Neutral looking down? Or Neutral looking up?
Water metaphors always work well for depression.
Imagine that you’re drowning. You’re face down in murky water with no idea how deep you have gotten. Occasionally, you might float to the surface but it won’t matter, you’ll drown with your back in fresh air and you’ll never even know.
Depression tries so hard to get you to keep looking down. It tells you that the surface is too far away, that you will never get there, so you might as well see what’s coming next as you sink deeper and deeper. At least you’ll see the sharks before they eat you, though you know they will tear you limb from limb eventually. There is no point is facing the sky, because it’s completely out of reach.

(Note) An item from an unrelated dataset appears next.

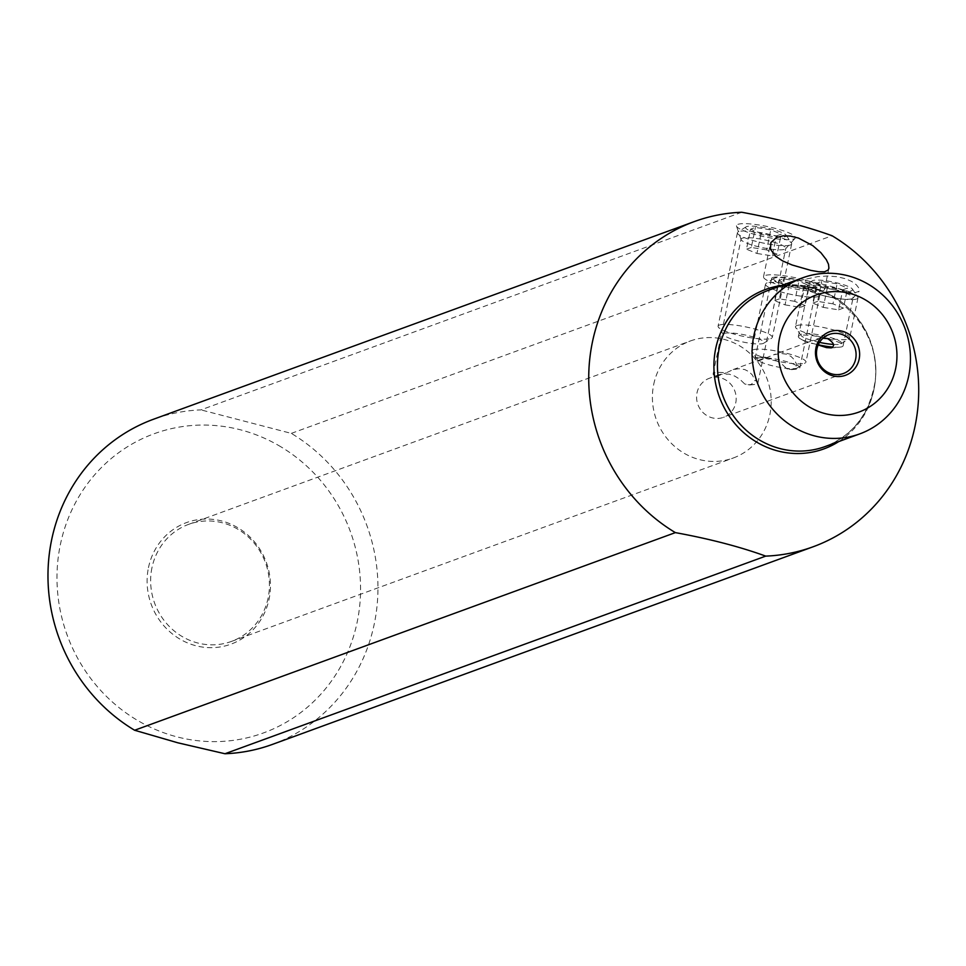 <?xml version="1.0" encoding="UTF-8"?>
<svg xmlns="http://www.w3.org/2000/svg" width="966" height="966" viewBox="0 0 966 966"><rect width="100%" height="100%" fill="white"/><g stroke="black" fill="none" stroke-linecap="round" stroke-linejoin="round"><path stroke-width="0.72" stroke-dasharray="4.83 3.62" d="M806.707 278.945L818.069 276.578L827.476 275.998L837.232 276.735L845.407 278.703L851.71 281.468L856.359 284.801L859.076 288.327L859.148 291.237L855.478 292.577L849.657 291.768L827.331 285.308L806.876 280.671L805.246 279.85L806.707 278.945M741.719 212.254L200.964 409.886A173.119 163.882 69.9 0 0 153.534 419.232M272.388 744.412A173.119 163.882 69.9 0 0 374.301 623.782A173.119 163.882 69.9 0 0 291.309 433.384L200.964 409.886M280.852 446.787A159.269 150.768 69.9 0 0 66.328 523.427A159.269 150.768 69.9 0 0 176.983 736.865A159.269 150.768 69.9 0 0 219.813 741.526A159.269 150.768 69.9 0 0 357.203 621.959A159.269 150.768 69.9 0 0 280.852 446.787M291.309 433.384L832.064 235.74M737.879 224.366A30.091 5.313 11.7 0 1 772.571 227.71A30.091 5.313 11.7 0 1 795.127 238.264A30.091 5.313 11.7 0 1 793.98 238.952A30.091 5.313 11.7 0 1 762.295 236.308A30.091 5.313 11.7 0 1 736.503 226.129A30.091 5.313 11.7 0 1 737.879 224.366M742.13 238.216A22.846 4.033 -168.3 0 0 741.055 239.121A22.846 4.033 -168.3 0 0 741.091 239.544A22.846 4.033 -168.3 0 0 760.665 247.284A22.846 4.033 -168.3 0 0 784.718 249.288A22.846 4.033 -168.3 0 0 785.6 248.769A22.846 4.033 -168.3 0 0 785.805 248.383A22.846 4.033 -168.3 0 0 767.33 240.474A22.846 4.033 -168.3 0 0 742.13 238.216M749.749 384.951L754.591 384.468A22.846 4.033 11.7 0 0 756.813 384.033A22.846 4.033 -168.3 0 0 757.899 383.128A22.846 4.033 -168.3 0 0 755.038 380.387L751.065 384.649L749.749 384.939L744.871 384.106L739.799 379.215L734.715 376.1L729.088 374.132L720.213 374.325L716.011 376.595A22.846 4.033 11.7 0 1 715.649 376.402A22.846 4.033 11.7 0 1 713.149 373.854A22.846 4.033 11.7 0 1 714.224 372.948A22.846 4.033 -168.3 0 1 726.178 372.876L732.916 369.7L738.845 368.722L744.714 369.543L749.073 371.741L752.405 375.062L755.038 380.387M754.591 384.468A22.846 4.033 11.7 0 1 744.871 384.106M735.742 402.858A20.769 19.67 69.9 0 0 729.233 382.608A20.769 19.67 69.9 0 0 709.249 378.322A20.769 19.67 69.9 0 0 697.017 392.788A20.769 19.67 -110.1 0 0 703.526 413.05A20.769 19.67 -110.1 0 0 723.51 417.336A20.769 19.67 -110.1 0 0 735.742 402.858M818.287 344.777A22.846 4.033 11.7 0 1 813.831 343.703L818.19 344.983M830.289 348.086L839.816 347.156A22.846 4.033 11.7 0 0 842.038 346.709A22.846 4.033 11.7 0 0 843.113 345.804A22.846 4.033 11.7 0 0 827.657 338.643A22.846 4.033 11.7 0 0 799.45 335.637A22.846 4.033 -168.3 0 0 798.363 336.542A22.846 4.033 -168.3 0 0 800.862 339.09A22.846 4.033 -168.3 0 0 813.831 343.703C806.767 342.737 805.052 342.169 808.663 342L822.996 338.221M800.862 339.09L807.129 342.568L808.663 342M757.924 361.272L773.549 354.812L780.769 353.411L786.638 354.232L790.997 356.43L794.33 359.738L796.962 365.063L792.977 369.326L791.673 369.616L786.783 368.783L781.711 363.892L776.628 360.777L771.001 358.809L762.126 359.002L757.924 361.272A22.846 4.033 11.7 0 1 757.561 361.079A22.846 4.033 11.7 0 1 755.062 358.531A22.846 4.033 11.7 0 1 756.149 357.637A22.846 4.033 -168.3 0 1 768.103 357.553M716.011 376.595L726.178 372.876M653.716 384.396A62.319 58.998 -110.1 0 1 690.4 340.962A62.319 58.998 -110.1 0 1 750.365 353.846A62.319 58.998 -110.1 0 1 769.878 414.607A62.319 58.998 -110.1 0 1 733.194 458.029A62.319 58.998 -110.1 0 1 673.23 445.157A62.319 58.998 -110.1 0 1 653.716 384.396M151.952 567.791A62.319 58.998 69.9 0 0 171.465 628.552A62.319 58.998 69.9 0 0 231.429 641.424A62.319 58.998 69.9 0 0 268.113 598.002A62.319 58.998 69.9 0 0 248.6 537.241A62.319 58.998 69.9 0 0 188.636 524.357A62.319 58.998 69.9 0 0 151.952 567.791M148.462 567.67A64.722 61.269 -110.1 0 1 221.697 520.976A64.722 61.269 -110.1 0 1 269.091 599.041A64.722 61.269 -110.1 0 1 195.856 645.735A64.722 61.269 -110.1 0 1 148.462 567.67M839.816 347.156A22.846 4.033 11.7 0 1 832.475 347.035M851.976 298.736A22.846 4.033 11.7 0 1 827.922 296.731A22.846 4.033 11.7 0 1 808.337 289.003A22.846 4.033 11.7 0 1 808.3 288.568A22.846 4.033 11.7 0 1 809.387 287.663A22.846 4.033 11.7 0 1 834.588 289.933A22.846 4.033 11.7 0 1 853.05 297.83A22.846 4.033 11.7 0 1 852.845 298.216A22.846 4.033 11.7 0 1 851.976 298.736M791.673 369.628L796.515 369.145A22.846 4.033 11.7 0 0 798.737 368.71A22.846 4.033 -168.3 0 0 799.812 367.805A22.846 4.033 -168.3 0 0 796.962 365.063M772.728 277.544A22.846 4.033 11.7 0 1 797.928 279.814A22.846 4.033 11.7 0 1 816.403 287.711A22.846 4.033 11.7 0 1 815.328 288.617A22.846 4.033 11.7 0 1 790.128 286.347A22.846 4.033 11.7 0 1 771.653 278.45A22.846 4.033 11.7 0 1 772.728 277.544M796.515 369.145A22.846 4.033 11.7 0 1 786.783 368.783M823.068 290.633A31.166 5.494 -168.3 0 0 824.541 289.402A31.166 5.494 -168.3 0 0 799.353 278.619A31.166 5.494 -168.3 0 0 764.987 275.527A31.166 5.494 -168.3 0 0 763.514 276.759A31.166 5.494 -168.3 0 0 788.703 287.542A31.166 5.494 -168.3 0 0 823.068 290.633M819.542 342.387A20.769 3.671 11.7 0 1 801.055 335.48A20.769 3.671 11.7 0 1 801.84 333.946A20.769 3.671 11.7 0 1 826.534 336.446A20.769 3.671 11.7 0 1 841.072 343.775A20.769 3.671 11.7 0 1 840.553 344.017A20.769 3.671 11.7 0 1 833.247 344.415M796.769 325.59A27.7 4.89 -168.3 0 0 795.453 326.689A27.7 4.89 -168.3 0 0 795.718 327.643A27.7 4.89 -168.3 0 0 820.267 336.82A27.7 4.89 -168.3 0 0 848.389 339.018A27.7 4.89 -168.3 0 0 849.09 338.692A27.7 4.89 -168.3 0 0 849.706 337.931A27.7 4.89 -168.3 0 0 827.307 328.343A27.7 4.89 -168.3 0 0 796.769 325.59M856.685 298.977A27.7 4.89 -168.3 0 0 857.989 297.878A27.7 4.89 -168.3 0 0 857.736 296.936A27.7 4.89 -168.3 0 0 833.175 287.759A27.7 4.89 -168.3 0 0 805.052 285.55A27.7 4.89 -168.3 0 0 804.364 285.876A27.7 4.89 -168.3 0 0 803.748 286.648A27.7 4.89 -168.3 0 0 826.135 296.224A27.7 4.89 -168.3 0 0 856.685 298.977M812.889 280.551A20.769 3.671 -168.3 0 0 812.37 280.804A20.769 3.671 -168.3 0 0 826.92 288.134A20.769 3.671 -168.3 0 0 851.614 290.621A20.769 3.671 -168.3 0 0 852.398 289.088A20.769 3.671 -168.3 0 0 833.984 282.205A20.769 3.671 -168.3 0 0 812.889 280.551M823.261 307.381L838.597 309.857L842.738 289.836L827.415 287.361L816.922 283.123L812.78 303.143L823.261 307.381L827.415 287.361M842.738 289.836L847.58 288.061L837.099 283.823L821.764 281.348L816.922 283.123M838.597 309.857L843.439 308.082L847.58 288.061M843.439 308.082L832.946 303.843L837.099 283.823M832.946 303.843L817.622 301.368L821.764 281.348M817.622 301.368L812.78 303.143M758.081 358.132A20.769 3.671 11.7 0 1 782.786 360.632A20.769 3.671 11.7 0 1 797.324 367.961A20.769 3.671 11.7 0 1 796.805 368.203A20.769 3.671 11.7 0 1 775.71 366.549A20.769 3.671 11.7 0 1 757.296 359.666A20.769 3.671 11.7 0 1 758.081 358.132M753.009 349.789A27.7 4.89 -168.3 0 0 751.705 350.875A27.7 4.89 -168.3 0 0 751.959 351.829A27.7 4.89 -168.3 0 0 776.519 361.006A27.7 4.89 -168.3 0 0 804.642 363.204A27.7 4.89 -168.3 0 0 805.33 362.878A27.7 4.89 -168.3 0 0 805.946 362.117A27.7 4.89 -168.3 0 0 783.559 352.53A27.7 4.89 -168.3 0 0 753.009 349.789M818.456 296.465A27.7 4.89 -168.3 0 0 819.772 295.367A27.7 4.89 -168.3 0 0 819.506 294.425A27.7 4.89 -168.3 0 0 794.958 285.248A27.7 4.89 -168.3 0 0 766.835 283.038A27.7 4.89 -168.3 0 0 766.135 283.364A27.7 4.89 -168.3 0 0 765.519 284.137A27.7 4.89 -168.3 0 0 787.918 293.712A27.7 4.89 -168.3 0 0 818.456 296.465M774.672 278.039A20.769 3.671 -168.3 0 0 774.152 278.293A20.769 3.671 -168.3 0 0 788.691 285.622A20.769 3.671 -168.3 0 0 813.384 288.11A20.769 3.671 -168.3 0 0 814.169 286.576A20.769 3.671 -168.3 0 0 795.755 279.693A20.769 3.671 -168.3 0 0 774.672 278.039M785.044 304.87L800.367 307.345L804.509 287.325L789.186 284.849L778.705 280.611L774.551 300.631L785.044 304.87L789.186 284.849M804.509 287.325L809.351 285.55L798.87 281.311L783.547 278.836L778.705 280.611M800.367 307.345L805.209 305.57L809.351 285.55M805.209 305.57L794.716 301.332L798.87 281.311M794.716 301.332L779.393 298.856L783.547 278.836M779.393 298.856L774.551 300.631M724.452 333.415A20.769 3.671 11.7 0 1 749.157 335.902A20.769 3.671 11.7 0 1 763.695 343.232A20.769 3.671 11.7 0 1 763.176 343.485A20.769 3.671 11.7 0 1 742.081 341.831A20.769 3.671 11.7 0 1 723.667 334.948A20.769 3.671 11.7 0 1 724.452 333.415M719.38 325.059A27.7 4.89 -168.3 0 0 718.076 326.158A27.7 4.89 -168.3 0 0 718.342 327.1A27.7 4.89 -168.3 0 0 742.89 336.277A27.7 4.89 -168.3 0 0 771.013 338.486A27.7 4.89 -168.3 0 0 771.701 338.16A27.7 4.89 -168.3 0 0 772.317 337.388A27.7 4.89 -168.3 0 0 749.93 327.812A27.7 4.89 -168.3 0 0 719.38 325.059M790.357 245.05A27.7 4.89 -168.3 0 0 791.673 243.951A27.7 4.89 -168.3 0 0 791.408 242.997A27.7 4.89 -168.3 0 0 766.859 233.82A27.7 4.89 -168.3 0 0 738.736 231.623A27.7 4.89 -168.3 0 0 738.048 231.949A27.7 4.89 -168.3 0 0 737.42 232.709A27.7 4.89 -168.3 0 0 759.819 242.297A27.7 4.89 -168.3 0 0 790.357 245.05M746.573 226.624A20.769 3.671 -168.3 0 0 746.054 226.865A20.769 3.671 -168.3 0 0 760.592 234.195A20.769 3.671 -168.3 0 0 785.286 236.694A20.769 3.671 -168.3 0 0 786.07 235.161A20.769 3.671 -168.3 0 0 767.656 228.278A20.769 3.671 -168.3 0 0 746.573 226.624M756.946 253.454L772.269 255.918L776.423 235.897L761.087 233.422L750.606 229.184L746.452 249.204L756.946 253.454L761.087 233.422M776.423 235.897L781.253 234.134L770.771 229.884L755.448 227.421L750.606 229.184M772.269 255.918L777.111 254.155L781.253 234.134M777.111 254.155L766.63 249.916L770.771 229.884M766.63 249.916L751.294 247.441L755.448 227.421M751.294 247.441L746.452 249.204M825.157 446.546A83.1 78.657 69.9 0 0 874.073 388.634A83.1 78.657 69.9 0 0 848.051 307.623A83.1 78.657 69.9 0 0 768.103 290.452C822.537 267.014 889.094 328.343 873.554 389.044C866.876 417.203 850.744 436.366 825.157 446.546M838.742 441.571A84.887 80.359 69.9 0 0 873.916 389.696A84.887 80.359 69.9 0 0 781.699 285.477M741.091 239.544L736.503 226.129M785.6 248.769L795.127 238.264M757.899 383.128L785.805 248.383M713.149 373.854L741.055 239.121M829.166 334.49L811.682 340.877M807.25 342.495L773.549 354.812M761.546 359.195L731.624 370.135M719.634 374.518L709.249 378.322M231.429 641.424L733.194 458.029M188.636 524.357L690.4 340.962M843.427 373.504L723.51 417.336M798.363 336.542L808.3 288.568M843.113 345.804L853.05 297.83M852.845 298.216L858.943 291.503M808.337 289.003L805.246 279.947M799.812 367.805L816.403 287.711M755.062 358.531L771.653 278.45M763.514 276.759L770.168 244.652M824.541 289.402L828.913 268.294M801.055 335.48L795.718 327.643M841.072 343.775L849.09 338.692M857.989 297.878L849.706 337.931M803.748 286.648L795.453 326.689M812.37 280.804L804.364 285.876M852.398 289.088L857.736 296.936M757.296 359.666L751.959 351.829M797.324 367.961L805.33 362.878M819.772 295.367L805.946 362.117M765.519 284.137L751.705 350.875M774.152 278.293L766.135 283.364M814.169 286.576L819.506 294.425M723.667 334.948L718.342 327.1M763.695 343.232L771.701 338.16M791.673 243.951L772.317 337.388M737.42 232.709L718.076 326.158M746.054 226.865L738.048 231.949M786.07 235.161L791.408 242.997"/><path stroke-width="1.45" d="M825.121 413.605A62.319 58.998 -110.1 0 1 779.477 338.438A62.319 58.998 -110.1 0 1 849.995 293.471A62.319 58.998 -110.1 0 1 895.639 368.638A62.319 58.998 -110.1 0 1 825.121 413.605M815.956 347.917A23.172 21.94 69.9 0 0 832.933 375.871A23.172 21.94 69.9 0 0 859.148 359.159A23.172 21.94 69.9 0 0 842.183 331.205A23.172 21.94 69.9 0 0 815.956 347.917M859.788 433.879A83.1 78.657 69.9 0 1 814.676 435.932A83.1 78.657 69.9 0 1 753.83 335.697A83.1 78.657 -110.1 0 1 802.746 277.785A83.1 78.657 -110.1 0 1 882.695 294.968A83.1 78.657 -110.1 0 1 908.704 375.979A83.1 78.657 69.9 0 1 859.788 433.879L825.157 446.546A83.1 78.657 69.9 0 1 745.209 429.363A83.1 78.657 69.9 0 1 719.187 348.352A83.1 78.657 69.9 0 1 768.103 290.452L802.746 277.785M592.387 342.218A173.119 163.882 69.9 0 0 675.367 532.616C709.732 538.895 739.847 546.732 765.724 556.114A173.119 163.882 69.9 0 0 813.143 546.768A173.119 163.882 69.9 0 0 915.056 426.139A173.119 163.882 69.9 0 0 832.064 235.74C806.187 226.358 776.072 218.533 741.719 212.254A173.119 163.882 69.9 0 0 694.288 221.588A173.119 163.882 69.9 0 0 592.387 342.218M770.433 249.204L775.601 256.316L782.665 260.929L792.12 264.986L810.957 270.408L818.77 271.76L824.553 271.772L828.019 270.13L828.913 268.294L828.514 264.31L826.365 259.745L820.895 252.706L812.732 245.606L798.447 238.059L790.381 236.066L783.209 235.837L776.555 237.491L770.928 242.502L770.433 249.204M694.288 221.588L153.534 419.232A173.119 163.882 69.9 0 0 48.3 564.893A173.119 163.882 69.9 0 0 134.624 730.26L675.367 532.616M765.724 556.114L224.969 753.746L177.696 742.769L134.624 730.26M224.969 753.746A173.119 163.882 69.9 0 0 272.388 744.412L813.143 546.768M816.934 348.968A20.769 19.67 -110.1 0 1 829.166 334.49A20.769 19.67 -110.1 0 1 849.15 338.776A20.769 19.67 -110.1 0 1 855.659 359.026A20.769 19.67 -110.1 0 1 843.427 373.504A20.769 19.67 -110.1 0 1 823.443 369.217A20.769 19.67 -110.1 0 1 816.934 348.968M818.19 344.983L826.546 347.615L831.267 347.881C835.24 345.949 834.044 342.87 827.657 338.643L822.996 338.221M832.475 347.035A22.846 4.033 11.7 0 1 818.287 344.777M833.247 344.415A20.769 3.671 11.7 0 1 819.542 342.387M781.699 285.477A84.887 80.359 69.9 0 0 715.697 348.593A84.887 80.359 69.9 0 0 748.867 436.874A84.887 80.359 69.9 0 0 838.742 441.571"/></g></svg>

It is so fucking hard to look up, to see how far away the air is most of the time, to know what the struggle will be to get there. Looking towards the bottom feels more comfortable, somehow. This is the part where everyone starts to think that maybe they want to be depressed, perhaps they deserve it. It’s when those who have never dealt with depression wonder why you aren’t doing anything to help yourself — why doesn’t she just turn over?!
It’s the sinking depression that consumes your whole mind and body. The why bother? sort of depression.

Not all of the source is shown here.